2. The antenna system of claim 1, wherein the upper section of the
dipole antenna structure includes said GPS antenna.
3. The antenna system of claim 1, wherein the upper coaxial
feedline passes through the lower section without affecting the
operation of the lower section of the dipole antenna structure.
4. The antenna system of claim 1, wherein the coil includes at
least seven turns of the upper and lower coaxial feedlines around a
nonconductive part of the dipole antenna structure.
5. The antenna system of claim 1, further including a spring
structure fixed to the base of the dipole antenna structure.

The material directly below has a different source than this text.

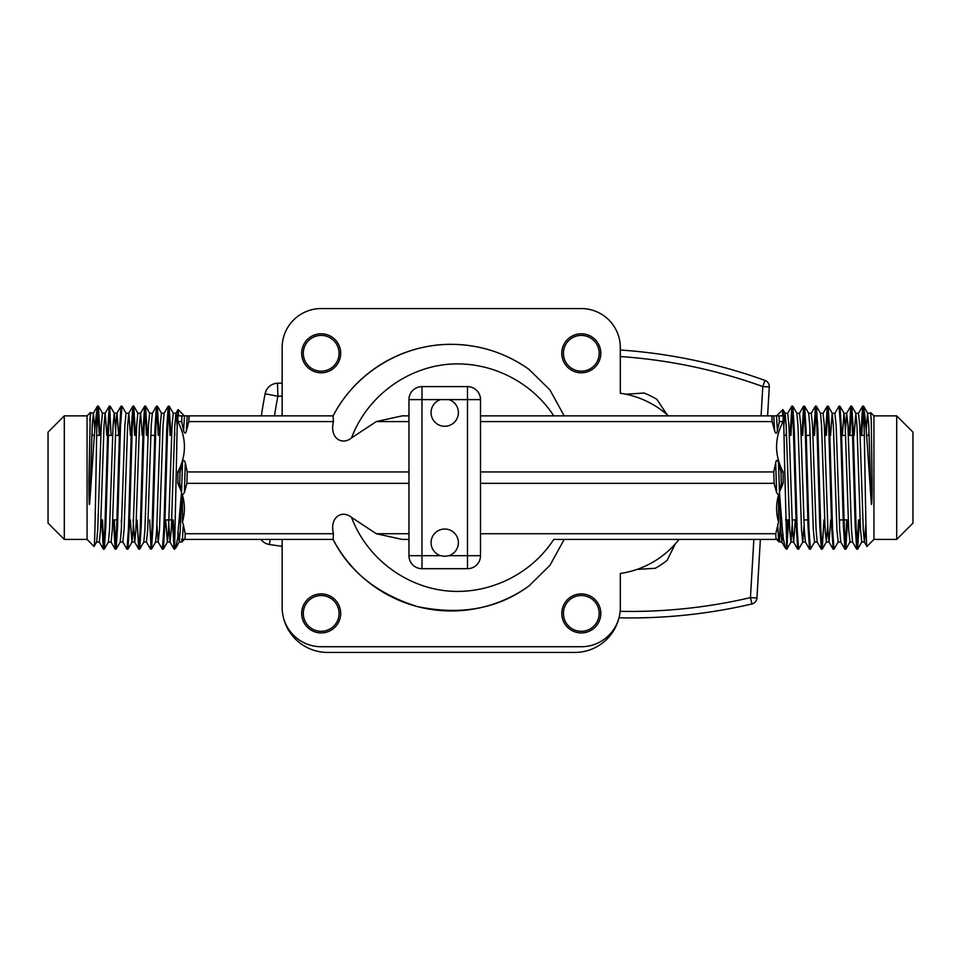 <?xml version="1.0" encoding="UTF-8"?>
<svg xmlns="http://www.w3.org/2000/svg" width="961" height="961" viewBox="0 0 961 961"><rect width="100%" height="100%" fill="white"/><g stroke="black" fill="none" stroke-linecap="round" stroke-linejoin="round"><path stroke-width="1.44" d="M856.744 549.187L857.596 549.187L856.143 528.79L853.224 428.786L851.77 406.191L850.845 406.119L852.299 426.504L855.218 526.508L856.744 549.187M857.176 547.374L858.509 519.913M860.888 435.381L862.57 406.191L864.179 428.678L864.179 410.852L863.567 406.191L862.654 406.119M863.074 407.92L861.729 435.381M859.35 519.913L857.596 549.187M844.947 549.187L845.8 549.187L844.347 528.79L841.428 428.786L839.974 406.191L839.049 406.119L840.503 426.504L843.422 526.508L844.947 549.187M845.368 547.374L846.713 519.913M849.092 435.381L850.845 406.119M851.266 407.932L849.932 435.381M847.554 519.913L845.8 549.187M833.151 549.187L834.004 549.187L832.55 528.79L829.631 428.786L828.178 406.191L827.253 406.119L828.706 426.504L831.625 526.508L833.151 549.187M834.004 549.187L838.172 542.016L840.779 542.016L839.686 529.787L836.142 425.507L834.881 413.278L839.049 406.119M821.355 549.187L822.208 549.187L820.754 528.79L817.835 428.786L816.382 406.191L815.457 406.119L816.91 426.504L819.829 526.508L821.355 549.187M825.499 435.381L827.253 406.119M827.673 407.92L826.34 435.381M823.961 519.913L822.208 549.187M809.558 549.187L810.399 549.187L808.958 528.79L806.039 428.786L804.585 406.191L803.66 406.119L805.114 426.504L808.033 526.508L809.558 549.187M813.703 435.381L815.457 406.119M815.877 407.92L814.544 435.381M804.585 406.191L808.682 413.278L809.775 425.507L813.318 529.787L814.58 542.016L810.399 549.187M797.762 549.187L798.603 549.187L797.162 528.79L794.242 428.786L792.789 406.191L791.876 406.119L793.318 426.504L796.237 526.508L797.762 549.187M801.906 435.381L803.66 406.119M804.081 407.932L802.747 435.381M804.081 525.174L802.783 542.016L798.603 549.187M783.131 537.175L782.951 533.727A68.327 1.814 89.5 0 0 783.131 537.175L785.209 547.95L786.807 549.187L784.44 457.64C783.78 415.705 783.107 401.77 782.422 415.873L781.966 415.873M786.386 547.374L787.732 519.913M790.11 435.381L791.876 406.119M792.284 407.932L790.951 435.381M788.573 519.913L786.807 549.187M96.821 428.678L98.358 406.119L97.433 406.191L96.821 410.852L96.821 428.678C95.92 469.665 94.995 550.377 94.058 546.413L96.629 542.016L99.319 542.1L100.497 529.787L104.04 425.507L105.133 413.278L109.23 406.191L110.155 406.119L108.701 426.504L105.782 526.508L104.329 549.115L103.332 549.115L101.65 519.913M99.271 435.381L97.926 407.932M98.358 406.119L100.112 435.381M102.491 519.913L103.824 547.374M104.329 549.115L108.425 542.016L111.116 542.1L112.293 529.787L115.837 425.507L116.93 413.278L121.026 406.191L121.951 406.119L120.497 426.516L117.578 526.52L116.125 549.115L115.128 549.115L113.446 519.913M111.068 435.381L109.722 407.92M109.23 406.191L107.776 428.786L104.857 528.79L103.404 549.187M110.143 406.119L114.323 413.278L115.632 430.132M114.287 519.913L115.632 547.374M116.125 549.115L120.221 542.016L121.314 529.787L124.858 425.507L126.035 413.194L128.726 413.278L132.906 406.119L133.747 406.119L132.294 426.516L129.375 526.52L127.921 549.115L126.924 549.115L122.828 542.016L124.089 529.787L127.633 425.507L128.81 413.194L130.42 435.381M121.026 406.191L119.572 428.786L116.653 528.79L115.2 549.187M121.939 406.119L126.119 413.278M133.111 519.913L134.708 542.1L135.885 529.787L139.429 425.507L140.522 413.278L144.703 406.119L145.543 406.119L144.09 426.504L141.171 526.508L139.717 549.115L138.72 549.115L137.039 519.913M134.66 435.381L133.327 407.92M132.822 406.191L131.369 428.786L128.45 528.79L126.996 549.187M133.747 406.119L135.501 435.381M156.415 406.191L157.34 406.119L155.886 426.516L152.967 526.52L151.514 549.115L150.517 549.115L146.42 542.016L147.682 529.787L151.225 425.507L152.319 413.278L156.415 406.191L154.961 428.786L152.042 528.79L150.601 549.187M146.456 435.381L145.123 407.92M144.618 406.191L143.165 428.786L140.246 528.79L138.792 549.187M145.543 406.119L147.297 435.381M149.676 519.913L151.021 547.374M168.211 406.191L169.136 406.119L167.682 426.516L164.763 526.52L163.31 549.115L162.313 549.115L158.217 542.016L159.478 529.787L163.022 425.507L164.115 413.278L168.211 406.191L166.758 428.786L163.838 528.79L162.397 549.187M158.253 435.381L156.919 407.932M157.34 406.119L159.094 435.381M175.551 548.25L174.109 549.115L172.427 519.913M174.626 549.187L174.626 547.277L174.193 549.187M340.687 353.288A19.508 19.508 0 0 1 321.178 372.796A19.508 19.508 0 0 1 301.67 353.288A19.508 19.508 0 0 1 321.178 333.779A19.508 19.508 0 0 1 340.687 353.288M303.292 353.288A17.887 17.887 0 0 0 321.178 371.174A17.887 17.887 0 0 0 339.065 353.288A17.887 17.887 0 0 0 321.178 335.413A17.887 17.887 0 0 0 303.292 353.288M573.849 371.318A19.508 19.508 0 0 1 563.266 345.84A19.508 19.508 0 0 1 588.745 335.257A19.508 19.508 0 0 1 599.328 360.735A19.508 19.508 0 0 1 573.849 371.318M588.12 336.758A17.887 17.887 0 0 0 564.768 346.465A17.887 17.887 0 0 0 574.474 369.817A17.887 17.887 0 0 0 597.826 360.123A17.887 17.887 0 0 0 588.12 336.758M600.805 613.406A19.508 19.508 0 0 1 581.297 632.927A19.508 19.508 0 0 1 561.789 613.406A19.508 19.508 0 0 1 581.297 593.898A19.508 19.508 0 0 1 600.805 613.406M563.41 613.406A17.887 17.887 0 0 0 581.297 631.293A17.887 17.887 0 0 0 599.183 613.406A17.887 17.887 0 0 0 581.297 595.532A17.887 17.887 0 0 0 563.41 613.406M340.687 613.406A19.508 19.508 0 0 1 321.178 632.927A19.508 19.508 0 0 1 301.67 613.406A19.508 19.508 0 0 1 321.178 593.898A19.508 19.508 0 0 1 340.687 613.406M303.292 613.406A17.887 17.887 0 0 0 321.178 631.293A17.887 17.887 0 0 0 339.065 613.406A17.887 17.887 0 0 0 321.178 595.532A17.887 17.887 0 0 0 303.292 613.406M282.162 414.671A84.544 84.544 0 0 0 281.201 415.873M261.356 415.873A487.732 487.732 0 0 1 265.116 393.77L277.885 396.256A474.722 474.722 0 0 0 274.498 415.873M282.162 396.124L277.885 396.256L277.513 383.247A13.01 13.01 0 0 0 265.116 393.77A13.01 13.01 0 0 1 277.513 383.247L282.162 383.115M282.162 546.365L269.44 544.503L270.185 539.421M765.004 380.436L762.794 386.55L769.293 386.935A6.499 6.499 0 0 0 765.004 380.436A533.247 533.247 0 0 0 620.313 350.008A533.247 533.247 0 0 1 765.004 380.436A6.499 6.499 0 0 1 769.293 386.935L767.599 415.873M760.367 539.421L756.944 598.006L750.445 597.622L753.856 539.421M751.922 603.964A533.247 533.247 0 0 1 618.992 617.803A533.247 533.247 0 0 0 751.922 603.964A6.499 6.499 0 0 0 756.944 598.006A6.499 6.499 0 0 1 751.922 603.964L750.445 597.622A526.748 526.748 0 0 1 620.145 611.328M260.911 539.421A13.01 13.01 0 0 0 269.44 544.503A13.01 13.01 0 0 1 260.911 539.421M667.03 414.635A91.043 91.043 0 0 0 625.791 394.202L644.158 393.037A97.541 97.541 0 0 1 656.831 399.32L667.03 414.635M675.271 543.926L667.102 560.419A97.541 97.541 0 0 1 655.318 568.263L636.951 569.429M440.57 555.686L444.739 556.335L448.895 555.686A13.658 13.658 0 0 0 455.79 534.664A13.658 13.658 0 0 0 433.675 534.664A13.658 13.658 0 0 0 440.57 555.686L421.975 555.686L421.975 386.61L467.49 386.61A13.01 13.01 0 0 1 480.5 399.608L480.5 555.686A13.01 13.01 0 0 1 467.49 568.696L421.975 568.696L421.975 555.686L408.966 555.686L408.966 399.608A13.01 13.01 0 0 1 421.975 386.61M440.57 399.608A13.658 13.658 0 0 0 444.739 426.276A13.658 13.658 0 0 0 448.895 399.608L408.966 399.608M112.725 519.913L116.966 519.913M164.992 519.913L171.707 519.913M94.058 546.413L87.067 539.421L64.303 539.421L64.303 415.873L87.067 415.873L90.31 412.629L93.421 413.194L94.815 430.228M87.067 539.421L87.067 415.873M64.303 539.421L48.05 523.168L48.05 432.126L64.303 415.873M90.31 412.629L88.941 480.332C88.989 501.51 89.253 508.813 89.745 502.255C92.736 460.932 94.731 424.185 96.821 410.852M181.461 539.421L182.085 539.421L181.701 541.74M182.434 539.421L183.311 524.442L185.245 533.727A68.327 1.814 90.5 0 1 184.932 539.421L182.434 539.421M554.041 415.873L553.764 415.873C530.808 380.436 487.84 359.979 445.868 364.519C403.896 369.12 366.333 398.347 351.546 437.892C341.96 445.832 329.371 438.096 333.455 421.579L188.861 421.579L186.374 430.852C185.677 433.795 184.752 433.795 183.599 430.852L181.665 421.579A68.327 1.814 -89.5 0 1 181.977 415.873L184.38 415.873L178.085 409.578L175.911 413.278L177.22 426.348M178.578 415.873C177.893 401.77 177.22 415.717 176.56 457.688L174.626 547.277M175.587 548.214L177.869 537.175A68.327 1.814 -89.5 0 0 178.049 533.727L177.869 537.175M183.599 430.852L184.476 415.873L177.869 415.873L177.869 421.579C186.602 438.36 186.602 455.154 177.869 471.947L177.869 483.347L181.557 492.176L177.869 533.727M170.049 435.381L168.716 407.932M169.136 406.119L170.89 435.381M173.268 519.913L174.614 547.374M780.957 513.258L779.299 541.74L778.915 539.421L779.539 539.421L776.068 539.421A68.327 1.814 -90.5 0 1 775.755 533.727L778.554 522.027C775.971 513.006 775.971 503.984 778.578 494.963L778.554 522.027M782.867 533.451L781.882 542.1L779.299 541.74A64.711 1.165 90.3 0 0 779.539 539.421M792.501 519.913L790.987 542.016L789.726 529.787L786.182 425.507L785.089 413.278L782.915 409.578L776.62 415.873L779.023 415.873A68.327 1.814 89.5 0 1 779.335 421.579L777.401 430.852C776.656 434.036 775.731 434.036 774.626 430.852L772.139 421.579A68.327 1.814 -90.5 0 0 771.827 415.873L783.131 415.873L783.131 421.579L779.335 421.579M782.638 532.718L779.443 492.176L783.131 483.347L783.131 471.947C774.398 455.154 774.398 438.36 783.131 421.579M786.374 549.187L786.374 547.277M870.63 412.641L871.255 420.462L870.63 412.641M864.179 410.852C866.281 424.197 868.276 461.088 871.255 502.255C871.339 507.312 872.24 504.897 872.059 480.428L871.255 420.462M864.179 428.678C865.08 469.689 866.005 550.389 866.942 546.413L873.933 539.421L873.933 415.873L870.69 412.629M865.921 523.264L864.371 542.016L866.942 546.413M873.933 539.421L896.697 539.421L896.697 415.873L873.933 415.873M896.697 539.421L912.95 523.168L912.95 432.126L896.697 415.873M848.275 519.913L844.034 519.913M843.193 519.913L839.265 519.913M807.805 519.913L803.876 519.913M796.008 519.913L792.08 519.913M789.293 519.913L785.545 519.913M529.018 369.384A133.315 133.315 0 0 0 333.107 415.873C355.342 372.592 402.587 343.99 451.238 344.338C479.779 344.567 505.702 352.915 529.018 369.384L549.98 389.986L564.179 415.873M668.424 415.873A91.043 91.043 0 0 0 620.313 393.241L620.313 347.594A39.017 39.017 0 0 0 581.297 308.565L321.178 308.565A39.017 39.017 0 0 0 282.162 347.594L282.162 415.873M351.546 437.892L376.28 421.579L402.203 415.873L408.966 415.873M333.455 421.579L333.107 415.873M282.162 539.421L282.162 607.712A39.017 39.017 0 0 0 321.178 646.729L581.297 646.729A39.017 39.017 0 0 0 620.313 607.712L620.313 573.465A91.043 91.043 0 0 0 679.031 539.421M564.179 539.421L549.98 565.308L529.018 585.91C498.11 608.745 460.8 615.617 417.086 606.511C377.241 593.838 349.239 571.471 333.107 539.421A133.315 133.315 0 0 0 529.018 585.922M408.966 539.421L402.203 539.421L376.28 533.727L351.546 517.402C366.333 556.96 403.896 586.174 445.868 590.787C487.84 595.315 530.808 574.87 553.752 539.421L776.068 539.421M333.107 539.421L333.455 533.727C329.371 517.234 341.948 509.462 351.546 517.402M783.131 483.347L781.305 483.347L779.443 492.176M780.236 518.784L780.488 507.132M783.131 471.947L780.981 471.947L781.305 483.347M778.578 494.963L776.596 492.633L774.098 483.347L773.785 471.947L775.707 462.661C776.452 459.49 777.377 459.49 778.494 462.661L780.981 471.947M775.755 533.727L480.5 533.727M774.098 483.347L480.5 483.347M773.785 471.947L480.5 471.947M772.139 421.579L480.5 421.579M771.827 415.873L480.5 415.873M184.476 415.873L189.173 415.873A68.327 1.814 90.5 0 0 188.861 421.579M333.143 415.873L189.173 415.873M408.966 421.579L376.28 421.579M181.665 421.579L177.869 421.579M181.557 492.176L179.695 483.347L180.019 471.947L177.869 471.947M180.019 471.947L182.506 462.661C183.227 459.718 184.152 459.718 185.293 462.661L187.215 471.947L186.902 483.347L184.404 492.633L182.422 494.963C185.029 503.984 185.029 513.006 182.446 522.027L183.311 524.442M408.966 471.947L187.215 471.947M408.966 483.347L186.902 483.347M408.966 533.727L376.28 533.727M333.455 533.727L185.245 533.727M333.143 539.421L184.932 539.421M179.695 483.347L177.869 483.347M178.049 533.727L178.362 532.718M180.512 507.132L180.764 518.784M182.446 522.027L182.422 494.963M408.966 555.686A13.01 13.01 0 0 0 421.975 568.696A13.01 13.01 0 0 1 408.966 555.686M283.411 617.539A45.515 45.515 0 0 0 327.677 652.435L574.798 652.435A45.515 45.515 0 0 0 619.052 617.539M761.088 415.873L762.794 386.55A526.748 526.748 0 0 0 620.313 356.531M448.895 555.686L467.49 555.686L467.49 399.608L448.895 399.608M774.626 430.852L773.749 415.873M777.401 430.852L776.524 415.873M868.972 430.132L868.756 435.381M857.668 549.115L861.765 542.016L864.371 542.016L863.278 529.787L859.735 425.507L858.473 413.278L862.57 406.191M845.872 549.115L849.968 542.016L852.575 542.016L851.482 529.787L847.938 425.507L846.677 413.278L845.368 430.132M830.676 519.913L829.067 542.1L827.889 529.787L824.346 425.507L823.084 413.278L827.181 406.191M814.58 542.016L817.186 542.016L816.093 529.787L812.55 425.507L811.288 413.278L815.384 406.191M809.979 430.132L809.775 435.381M792.789 406.191L796.885 413.278L797.978 425.507L801.522 529.787L802.699 542.1L805.39 542.016L804.297 529.787L800.753 425.507L799.492 413.278L803.588 406.191M795.288 519.913L793.678 542.1L792.501 529.787L788.957 425.507L787.684 413.278L791.792 406.191M786.386 430.132L786.182 435.381M785.209 547.938L781.786 542.016L780.704 529.787L778.494 462.661M776.596 492.633L775.707 462.661M778.566 539.421L777.689 524.442M871.255 502.255L868.756 425.507L867.579 413.194L866.185 430.228M861.765 542.016L860.503 529.787L856.96 425.507L855.783 413.194L854.173 435.381M849.968 542.016L848.707 529.787L845.163 425.507L843.986 413.194L842.377 435.381M839.686 519.913L839.47 525.174M838.172 542.016L836.911 529.787L833.367 425.507L832.19 413.194L830.58 435.381M827.673 525.174L826.376 542.016L825.115 529.787L821.571 425.507L820.478 413.278L823.084 413.278M787.684 413.278L785.005 413.194L783.78 426.348M89.745 420.462L90.73 413.278M92.028 430.132L92.244 435.381M96.629 542.016L97.722 529.787L101.265 425.507L102.443 413.194L105.217 413.194L106.827 435.381M108.425 542.016L109.518 529.787L113.062 425.507L114.239 413.194L117.014 413.194L118.623 435.381M130.324 519.913L131.933 542.1L133.111 529.787L136.654 425.507L137.831 413.194L140.606 413.194L142.216 435.381M139.225 430.132L139.429 435.381M139.717 549.115L143.814 542.016L144.907 529.787L148.45 425.507L149.628 413.194L152.319 413.278M151.514 549.115L155.61 542.016L156.703 529.787L160.247 425.507L161.424 413.194L164.115 413.278M165.712 519.913L167.406 542.016L168.499 529.787L172.043 425.507L173.22 413.194L175.911 413.278L174.818 425.507L171.274 529.787L170.013 542.016L174.109 549.115M174.614 430.132L174.818 435.381M178.133 533.451L179.214 542.016L180.296 529.787L182.506 462.661M89.745 502.255L92.244 425.507L93.337 413.278L97.433 406.191M121.314 519.913L121.53 525.174M156.919 525.174L158.217 542.016L155.61 542.016M168.499 519.913L170.013 542.016L167.406 542.016L163.31 549.115M180.043 513.258L180.512 525.174M184.404 492.633L185.293 462.661M186.374 430.852L187.251 415.873M467.49 568.696A13.01 13.01 0 0 0 480.5 555.686L467.49 555.686L467.49 568.696M480.5 399.608A13.01 13.01 0 0 0 467.49 386.61L467.49 399.608L480.5 399.608M91.824 435.381L94.394 435.381M96.677 435.381L100.833 435.381M108.389 435.381L112.629 435.381M115.416 435.381L119.344 435.381M150.805 435.381L154.733 435.381M184.38 539.421L181.809 541.992M776.62 539.421L779.191 541.992M869.176 435.381L866.606 435.381M864.323 435.381L860.167 435.381M852.611 435.381L848.371 435.381M845.584 435.381L841.656 435.381M810.195 435.381L806.267 435.381M786.603 435.381L783.996 435.381M852.575 542.016L856.671 549.115M839.974 406.191L844.07 413.278L846.677 413.278L850.773 406.191M840.779 542.016L844.875 549.115M822.28 549.115L826.376 542.016L828.983 542.016L833.079 549.115M817.186 542.016L821.283 549.115M805.39 542.016L809.486 549.115M786.891 549.115L790.987 542.016L793.594 542.016L797.69 549.115M863.567 406.191L867.663 413.278L870.27 413.278M851.77 406.191L855.867 413.278L858.473 413.278M828.178 406.191L832.274 413.278L834.881 413.278M808.682 413.278L811.288 413.278M796.885 413.278L799.492 413.278M816.382 406.191L820.478 413.278M175.791 547.938L179.214 542.016L181.773 541.968M169.208 406.191L173.316 413.278M157.412 406.191L161.508 413.278M145.616 406.191L149.712 413.278M127.921 549.115L132.017 542.016L134.624 542.016L138.72 549.115M133.819 406.191L137.916 413.278M98.43 406.191L102.527 413.278M120.221 542.016L122.828 542.016M143.814 542.016L146.42 542.016M99.235 542.016L103.332 549.115M111.032 542.016L115.128 549.115"/></g></svg>

6. The antenna system of claim 1, wherein said coiled coaxial
feedlines and said strip form an LC circuit for lowering the
operating frequency of said dipole.
7. The antenna system of claim 6, where said dipole is tuned to the
center of the UHF band at 300 MHz.
8. The antenna system of claim 7, wherein the lower end of the UHF
band at which said dipole operates is 225 MHz.
9. The antenna system of claim 1, wherein said GPS antenna includes
a stacked pair of L1 and L2 band GPS antennas.
10. The antenna system of claim 9, wherein said GPS antennas
include quadrofiler helix antennas.
11. The antenna system of claim 9, and further including a diplexer
and low noise amplifiers interposed between the end of said upper
coaxial feedline and said L1 and L2 band GPS antennas.
12. The antenna system of claim 1, wherein the upper section of
said dipole antenna structure serves as a ground plane for said GPS
antenna.
13. A dual UHF/GPS antenna system comprising: a UHF dipole antenna
structure comprising an upper tubular section and a lower tubular
section; a lower coaxial feedline wherein the outer conductor of
the lower coaxial feedline is configured to feed the upper section
of the dipole antenna structure and the inner conductor of the
lower coaxial feedline is configured to feed the lower section of
the dipole antenna structure; an upper coaxial feed line configured
to access the upper section through the lower section of the dipole
antenna structure, and a GPS antenna stacked on top of said dipole
antenna structure and fed with the upper coaxial feedline, said GPS
antenna having said upper tubular section as a ground plane.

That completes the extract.